Jobless Rate Rose in 27 States in February; Four Hit Records
Unemployment continued to rise several states in February—even breaking records in some states, according to government data released Friday.
Joblessness in four states—Florida (12.2 percent), Nevada (13.2 percent), Georgia (10.5 percent) and North Carolina (11.2 percent)—hit record highs.
In all, 27 states saw their rates increase in February over the previous month. Seven states and the District of Columbia reported a decrease and 16 states had no change in their unemployment, according to the Labor Department. It was a slight improvement to January’s report which showed 30 states and the District of Columbia reporting an increase in joblessness from the previous month.

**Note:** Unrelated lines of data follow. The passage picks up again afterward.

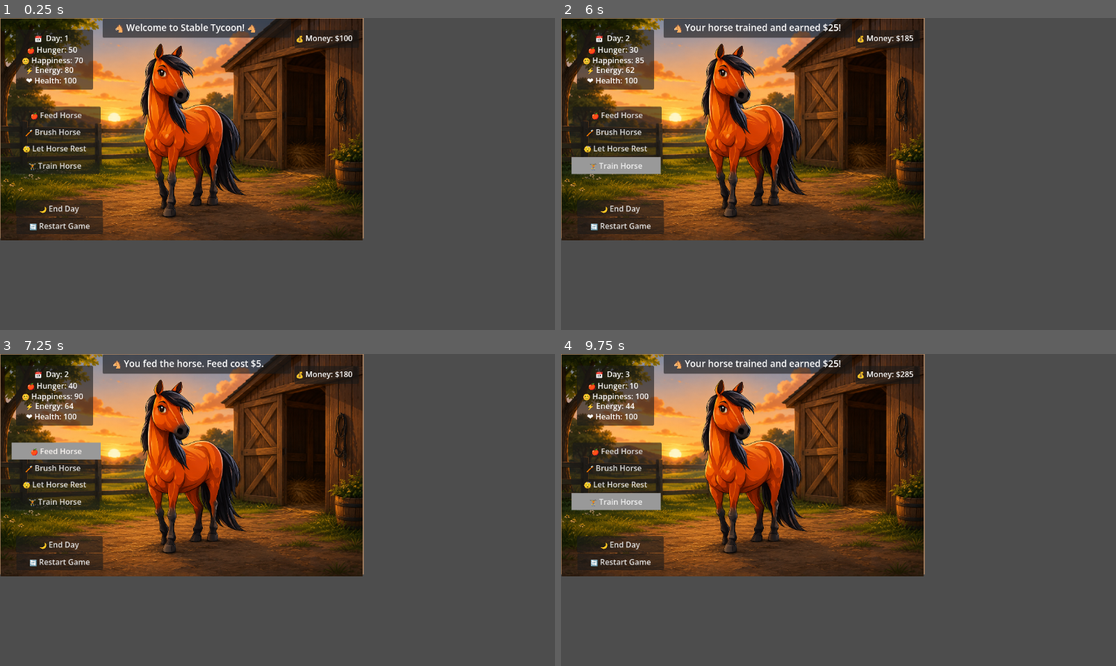
Above: before the commit, frames 1-4 (two rows, left to right).
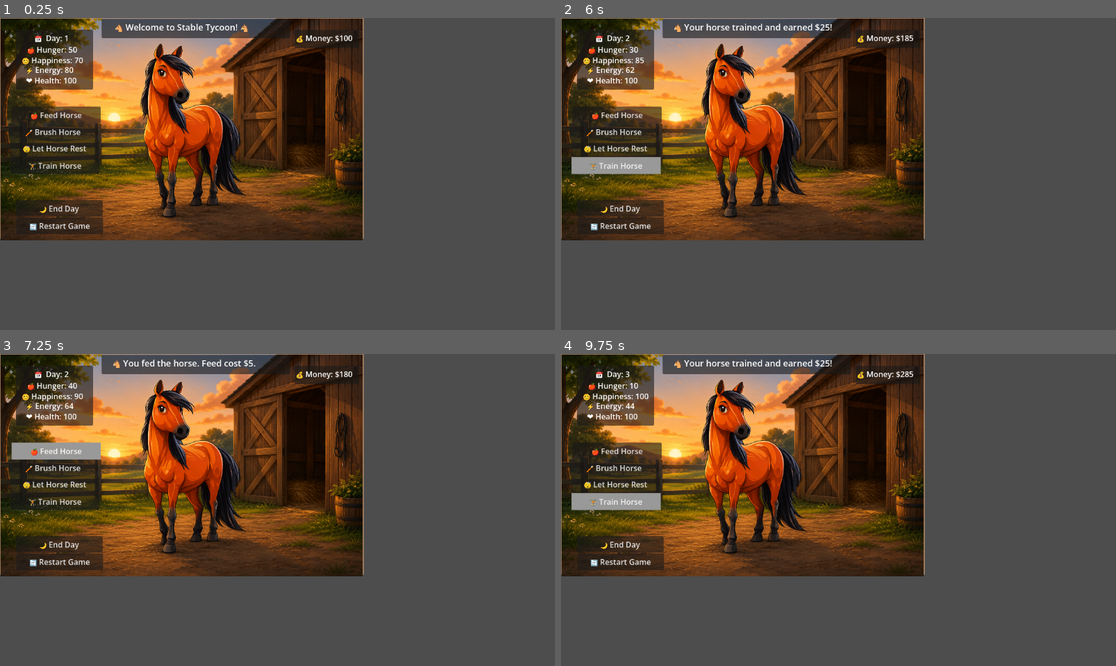
Above: after the commit, the same moments.

Repository: veronica-foltz/stable-tycoon
Game: Godot game, scene res://scenes/main.tscn
The game is run twice, just before and just after one commit, with the same random seed, the same clock (stepped at 60 frames per second) and the same inputs.
Inputs:
- Up to frame 1 (0.25 s): no input
- Up to frame 2 (6 s): click "🔄 Restart Game" at 0.5 s; click "🔄 Restart Game" at 1.25 s; click "🔄 Restart Game" at 2 s; click "🍎 Feed Horse" at 2.75 s; click "🌙 End Day" at 3.5 s; click "🪥 Brush Horse" at 4.25 s; click "😴 Let Horse Rest" at 5 s; click "🏋️ Train Horse" at 5.75 s
- Up to frame 3 (7.25 s): click "🍎 Feed Horse" at 6.5 s
- Up to frame 4 (9.75 s): click "🌙 End Day" at 7.25 s; click "🪥 Brush Horse" at 8 s; click "😴 Let Horse Rest" at 8.75 s; click "🏋️ Train Horse" at 9.5 s

The runs differ from the first frame. In frame 1, 0.5% of the frame differs, in the area x 18-53%, y 0-7%; in frame 2, 0.5%; in frame 3, 0.5%; in frame 4, 0.5%.

Commit message:
updated font size
updated font size

Diff:
--- a/stable-tycoon/scenes/main.tscn
+++ b/stable-tycoon/scenes/main.tscn
@@ -54,10 +54,10 @@
 
 [node name="NamePanel" type="Panel" parent="." unique_id=257235431]
 layout_mode = 0
-offset_left = 213.0
-offset_top = 1.0
-offset_right = 604.0
-offset_bottom = 41.0
+offset_left = 211.0
+offset_top = 2.0
+offset_right = 602.0
+offset_bottom = 42.0
 
 [node name="FeedButton" type="Button" parent="." unique_id=345679970]
 layout_mode = 0
@@ -151,7 +151,7 @@
 offset_top = 6.0
 offset_right = 574.0
 offset_bottom = 51.0
-theme_override_font_sizes/font_size = 19
+theme_override_font_sizes/font_size = 18
 text = " 🐴 Welcome to Stable Tycoon! 🐴 "
 
 [node name="HealthLabel" type="Label" parent="." unique_id=2082709946]
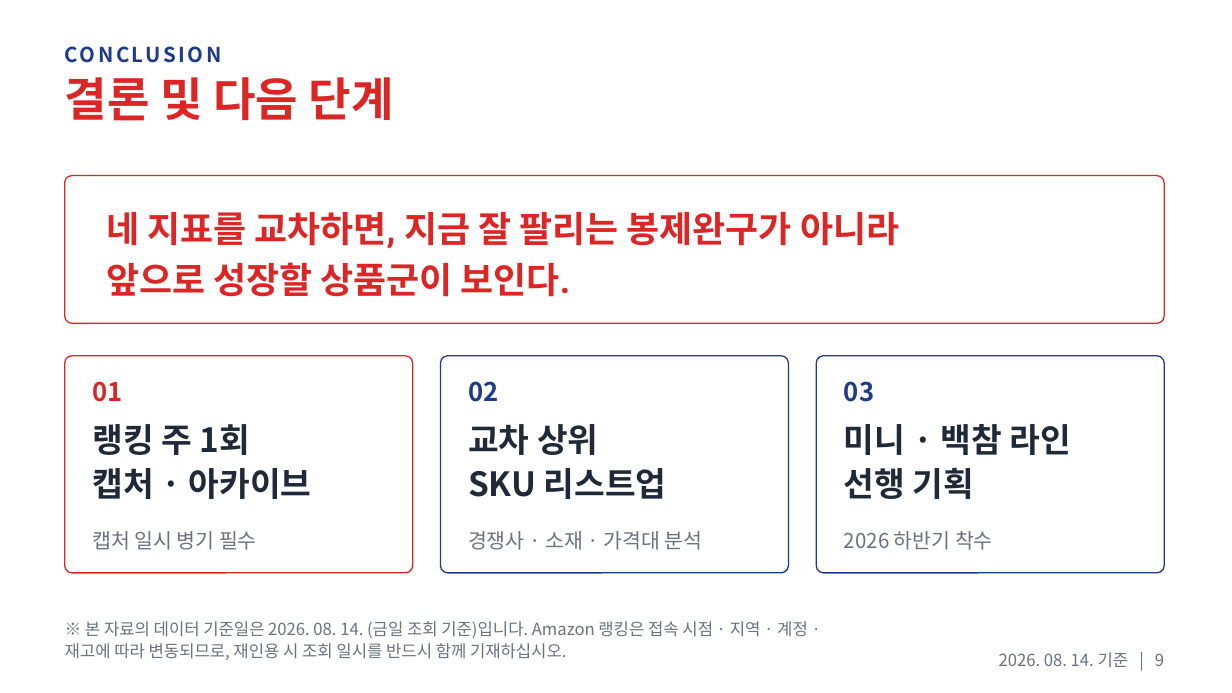
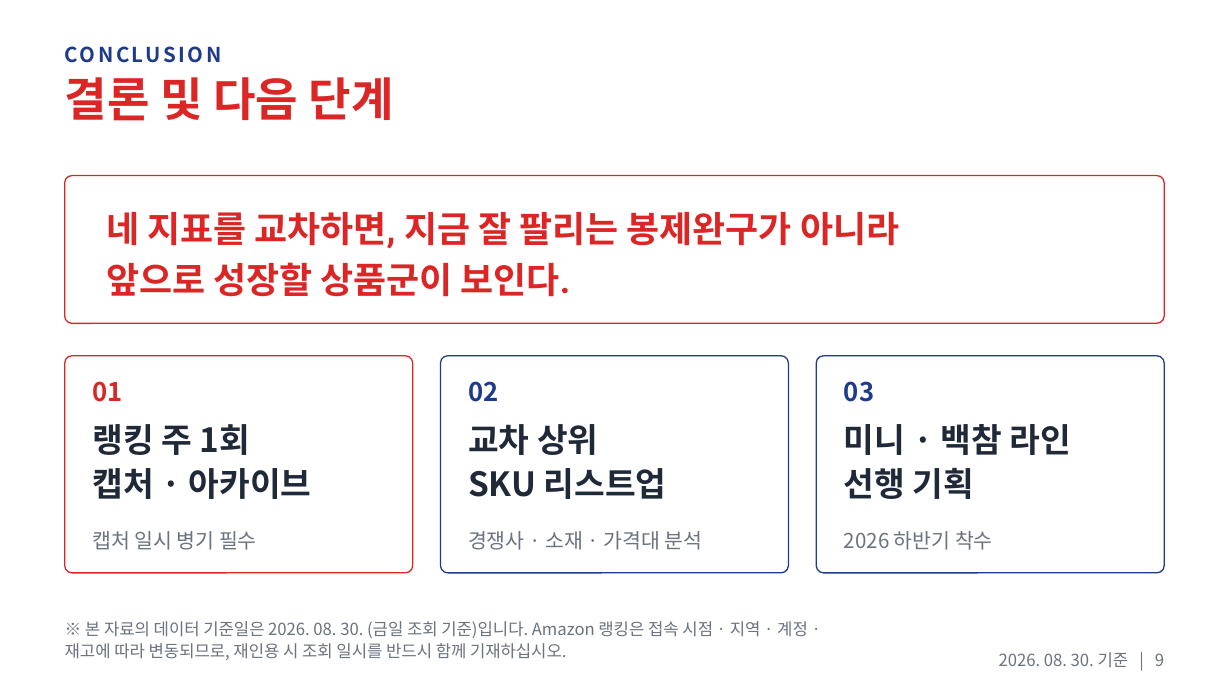
Before and after one commit to JOHENRIM/notion, a slide deck: slide 9 of reports/Aurora_Amazon_Plush_Ranking_Analysis.pptx. Drawn at 1232x693 pixels with LibreOffice and Linux fonts; fonts in the diff are those of the drawing. Boxes give left, top, right and bottom in pixels: in the first picture for what was removed or moved away, otherwise in the second. Text is boxed around its words. In the diff, an @@ line names an element or a change of style, - is before the commit and + after.

```diff
--- a/reports/Aurora_Amazon_Plush_Ranking_Analysis.pptx
+++ b/reports/Aurora_Amazon_Plush_Ranking_Analysis.pptx
@@ text at [65, 621, 808, 660]: text changed @@
-※ 본 자료의 데이터 기준일은 2026. 08. 14. (금일 조회 기준)입니다. Amazon 랭킹은 접속 시점 · 지역 · 계정 · 재고에 따라 변동되므로, 재인용 시 조회 일시를 반드시 함께 기재하십시오.
+※ 본 자료의 데이터 기준일은 2026. 08. 30. (금일 조회 기준)입니다. Amazon 랭킹은 접속 시점 · 지역 · 계정 · 재고에 따라 변동되므로, 재인용 시 조회 일시를 반드시 함께 기재하십시오.
@@ text at [999, 652, 1164, 667]: text changed @@
-2026. 08. 14. 기준 | 9
+2026. 08. 30. 기준 | 9
```
Also in this commit, not shown: 8 other slides changed, 2 other files.
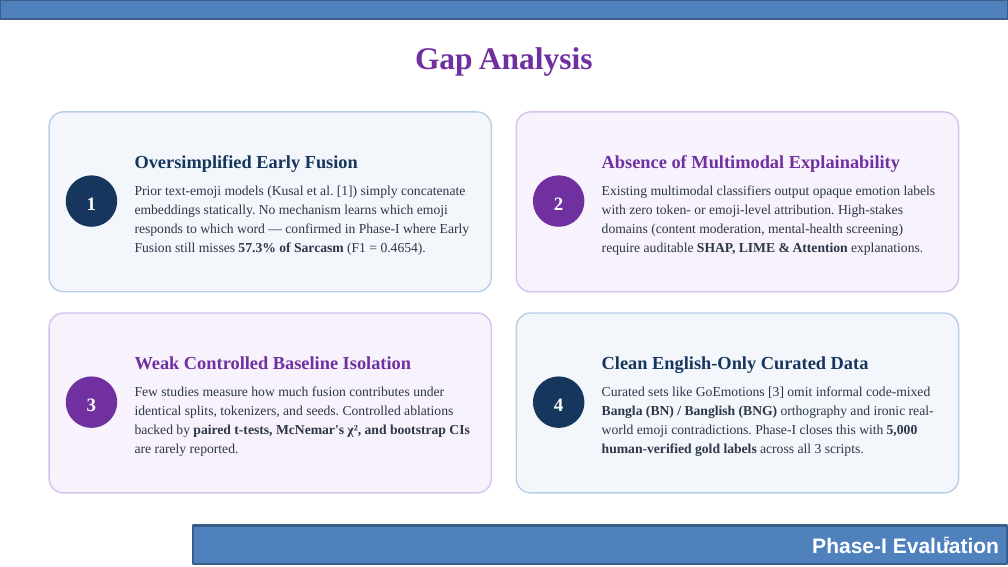
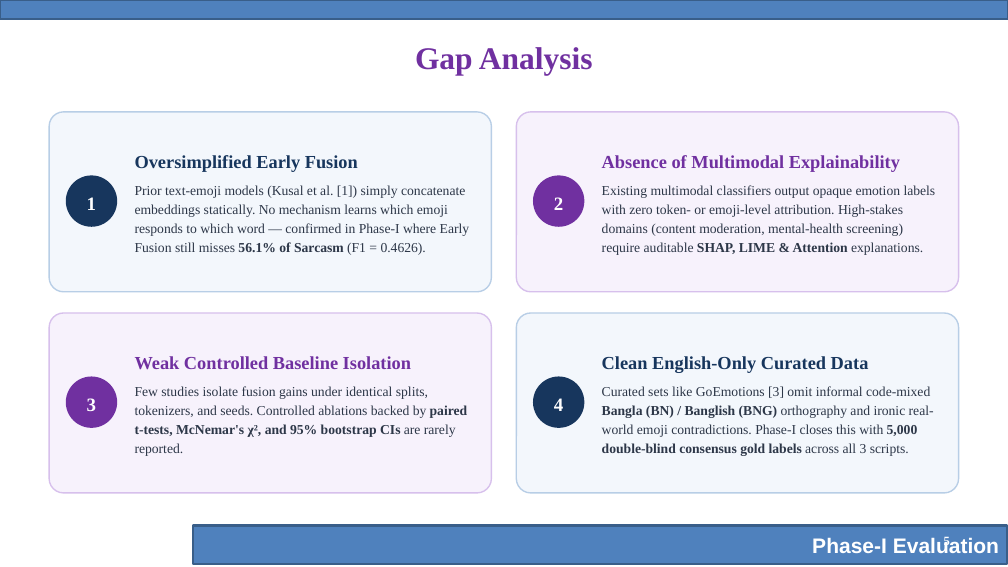
Before and after one commit to ragibcs/AffectFusion, a slide deck: slide 5 of docs/phase_1/AffectFusion_Phase-I_Evaluation.pptx. Drawn at 1008x567 pixels with LibreOffice and Linux fonts; fonts in the diff are those of the drawing; background and template pictures are left out. Boxes give left, top, right and bottom in pixels: in the first picture for what was removed or moved away, otherwise in the second. Text is boxed around its words. In the diff, an @@ line names an element or a change of style, - is before the commit and + after.

Commit message:
Update Phase-I to v4 methodology and Round-2 Blind-Swap Consensus Gold (kappa 0.7717, alpha 0.7717)

```diff
--- a/docs/phase_1/AffectFusion_Phase-I_Evaluation.pptx
+++ b/docs/phase_1/AffectFusion_Phase-I_Evaluation.pptx
@@ text at (x1=135, y1=185, x2=469, y2=255): text changed @@
-Prior text-emoji models (Kusal et al. [1]) simply concatenate embeddings statically. No mechanism learns which emoji responds to which word — confirmed in Phase-I where Early Fusion still misses 57.3% of Sarcasm (F1 = 0.4654).
+Prior text-emoji models (Kusal et al. [1]) simply concatenate embeddings statically. No mechanism learns which emoji responds to which word — confirmed in Phase-I where Early Fusion still misses 56.1% of Sarcasm (F1 = 0.4626).
@@ text at (x1=135, y1=386, x2=468, y2=456): text changed @@
-Few studies measure how much fusion contributes under identical splits, tokenizers, and seeds. Controlled ablations backed by paired t-tests, McNemar's χ², and bootstrap CIs are rarely reported.
+Few studies isolate fusion gains under identical splits, tokenizers, and seeds. Controlled ablations backed by paired t-tests, McNemar's χ², and 95% bootstrap CIs are rarely reported.
@@ text at (x1=602, y1=386, x2=934, y2=456): text changed @@
-Curated sets like GoEmotions [3] omit informal code-mixed Bangla (BN) / Banglish (BNG) orthography and ironic real-world emoji contradictions. Phase-I closes this with 5,000 human-verified gold labels across all 3 scripts.
+Curated sets like GoEmotions [3] omit informal code-mixed Bangla (BN) / Banglish (BNG) orthography and ironic real-world emoji contradictions. Phase-I closes this with 5,000 double-blind consensus gold labels across all 3 scripts.
```
Also in this commit, not shown: 12 other slides changed, 35 other files.

The national unemployment rate remained at 9.7 percent in February, the same as the month before.
Michigan still had the highest jobless rate in the nation, though it dipped to 14.1 percent from 14.3 percent in January.
“The state’s unemployment rate has fallen slightly in the first two months of 2010, however, payroll jobs have been relatively flat since the summer of 2009” said Rick Waclawek, director of Michigan’s Bureau of Labor Market Information and Strategic Initiatives in a statement.
Nancy Siegel, the regional vice president in Michigan for human resources firm Adecco , said they continued to see a strong demand for temporary workers as employers remained cautious about the economy. “There are still a lot of companies that aren’t ready to make head count additions,” said Siegel.
However, some employers who don’t have the staff to make hires have been asking Adecco to recruit permanent employees, said Siegel. “We haven’t seen that in a long time,” she said.
Siegel also said she has seen an increase in automotive manufacturing in the state.
Behind Michigan, Nevada had the second highest jobless rate in the country with 13.2 percent, followed by Rhode Island (12.7 percent), California (12.5 percent), South Carolina (12.5 percent) and Florida.
North Dakota again had the lowest jobless rate in country at 4.1 percent in February, followed by Nebraska and South Dakota reporting a jobless rate of 4.8 percent each.